Consider the following trivial data structure:
data Step =
Match Char |
Options [Pattern]
type Pattern = [Step]
This is used together with a small function
match :: Pattern -> String -> Bool
match [] _ = True
match _ "" = False
match (s:ss) (c:cs) =
case s of
Match c0 -> (c == c0) && (match ss cs)
Options ps -> any (\ p -> match (p ++ ss) (c:cs)) ps
It should be fairly obvious what is going on here; a Pattern either does or does not match a given String based on the steps it contains. Each Step either matches a single character (Match), or it consists of a list of possible sub-patterns. (Note well: sub-patterns are not necessarily of equal length!)
Suppose we have a pattern such as this:
[
Match '*',
Options
[
[Match 'F', Match 'o', Match 'o'],
[Match 'F', Match 'o', Match 'b']
],
Match '*'
]
This pattern matches two possible strings, *Foo* and *Fob*. Clearly we can "optimise" this into
[Match '*', Match 'F', Match 'o', Options [[Match 'o'], [Match 'b']], Match '*']
My question: How do I write the function to do this?
More generally, a given Options constructor may have an arbitrary number of sub-paths, of wildly different lengths, some with common prefixes and suffixes, and some without. It's even possible to have empty sub-paths, or even to do something like Options [] (which is of course no-op). I'm struggling to write a function which will reduce every possible input correctly...
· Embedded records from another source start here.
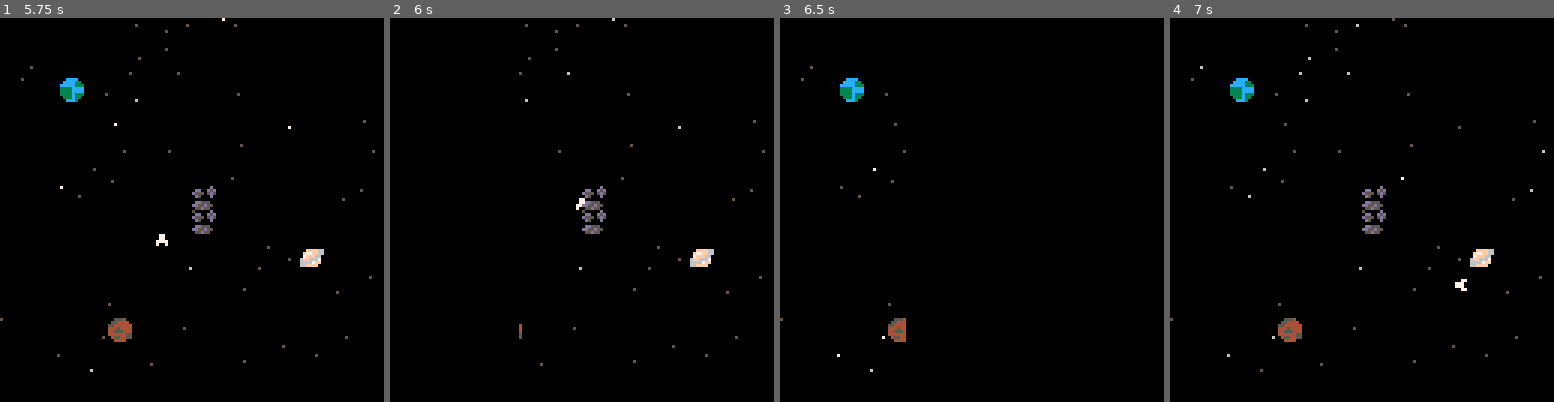
Above: before the commit, frames 1-4 (left to right).
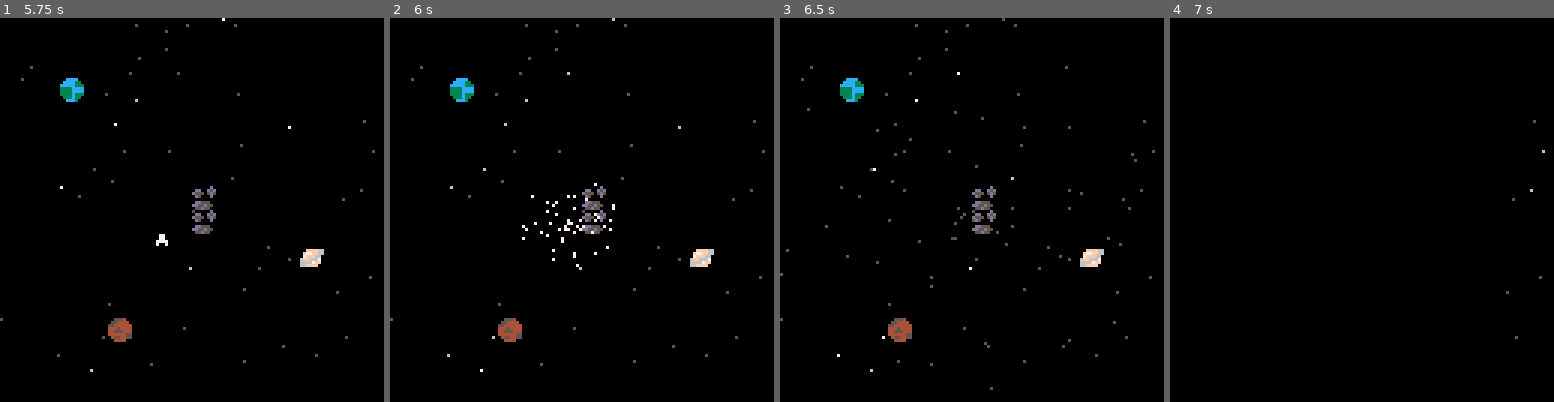
Above: after the commit, the same moments.

Repository: JEPPSER/pico-8
Game: PICO-8 cartridge cominghome/cominghome.p8
Two runs of this game, one before a commit and one after it. Both use one fixed random seed, a clock stepped at 60 frames per second and the inputs below.
Inputs:
- Up to frame 1 (5.75 s): tap O (Z key) at 0.33, 1.07, 2.22, 3.72, 5.22 s
- Up to frame 2 (6 s): no input
- Up to frame 3 (6.5 s): no input
- Up to frame 4 (7 s): tap O (Z key) at 6.72 s

Frame 1 is identical in both runs. In frame 2, 1.0% of the frame differs, in the area x 0-59%, y 12-93%; in frame 3, 1.2%; in frame 4, 1.6%, in the area x 0-85%, y 0-93%.

Commit message:
Adds particle effect on death

Diff:
--- a/cominghome/cominghome.p8
+++ b/cominghome/cominghome.p8
@@ -4,6 +4,7 @@
 function _init()
 	last = time()
 	fade_timer = 0
+	explosion = nil
 	map_setup()
 
 	planets={}
@@ -27,6 +28,13 @@
 	delta = time() - last
 	move_ship()
 	update_fade()
+
+	if (explosion != nil) then
+		if (update_particle_explosion(explosion,delta)) then
+			explosion = nil
+		end
+	end
+
 	last = time()
 end
 
@@ -46,6 +54,10 @@
 
 	for key,value in pairs(asteroids) do
 		draw_asteroid(value)
+	end
+
+	if (explosion != nil) then
+		draw_particle_explosion(explosion)
 	end
 
 	draw_fade()
@@ -132,9 +144,17 @@
 	s.speed=0.25
 	s.planet=-1
  s.cooldown=0
+ s.death_timer=0
 end
 
 function move_ship()
+	if (s.death_timer > 0) then
+		s.death_timer -= delta
+		return
+	else
+		s.death_timer = 0
+	end
+
 	if s.planet == -1 and s.cooldown <= 0 then
 		index = planet_collision()
 		s.planet = index
@@ -170,8 +190,10 @@
 	end
 
 	asteroid_index = asteroid_collision()
-	if (fade_timer == 0 and (asteroid_index > -1)) then
-		fade_timer = 1
+	if (explosion == nil and (asteroid_index > -1)) then
+		s.death_timer = 0.7
+		explosion = make_particle_explosion(s.x,s.y,50)
+		s.x = 999
 	end
 end
 
@@ -236,6 +258,42 @@
 	brightness = abs(2 - (ceil(2 * s.timer + 1) - 1))
 	c = 7 - brightness
 	pset(s.x,s.y,c)
+end
+-->8
+function make_particle_explosion(x,y,size)
+	particles = {}
+	for i=1,size do
+		p = {}
+		p.angle = rnd(1)
+		p.speed = rnd(0.4)
+		p.lifetime = 0.7
+		p.timer = 0
+		p.x = x
+		p.y = y
+		particles[i] = p
+	end
+	return particles
+end
+
+function update_particle_explosion(particles,delta)
+	for key,value in pairs(particles) do
+		value.timer += delta
+		if (value.timer > value.lifetime) then
+			return true
+		end
+		value.x += value.speed * cos(value.angle)
+		value.y -= value.speed * sin(value.angle)
+	end
+	return false
+end
+
+function draw_particle_explosion(particles)
+	for key,value in pairs(particles) do
+		c = 7 - flr((value.timer / value.lifetime) * 3)
+		if (c > 4) then
+			pset(value.x*8,value.y*8,c)
+		end
+	end
 end
 __gfx__
 0000000000cccc000055540000000000666666667770000000007700770000770077000000000777770000000007700000000077000000000000000000000000

On cursory inspection this looks like you've defined a nondeterministic finite state automata. NFA were first defined by Michael O. Rabin, and of all peope—Dana Scott, who has brought us much else as well!
This is an automata because it is built out of steps, with transitions between them, based on acceptance states. At each step you have many possible transitions. Hence your automata is nondeterministic. Now you want to optimize this. One way to optimize it (not the way you're asking for, but related) is to eliminate backtracking. You can do this by taking every combination of how you get to a state along with the state itself. This is known as the powerset construction: http://en.wikipedia.org/wiki/Powerset_construction
The wikipedia article is actually pretty good -- and in a language like Haskell we can first define the full powerset DFA, then lazily traverse all genuine paths to "strip out" most of the unreachable cruft. That gets us to a decent DFA, but not necessarily a minimal one.
As described at the bottom of that article, we can use Brzozowski's algorithm, flipping all the arrows and getting a new NFA that describes going from end to initial states. Now if we were minimizing a DFA, we'd need to go from there back to the DFA again, then flip the arrows and do it all again. This isn't necessarily the fastest approach, but its straightforward and works well enough for plenty of cases. There are plenty of better algorithms available as well: http://en.wikipedia.org/wiki/DFA_minimization
For minimizing an NFA, there are a variety of approaches, but the problem is in general np-hard, so you'll have to pick some poison :-)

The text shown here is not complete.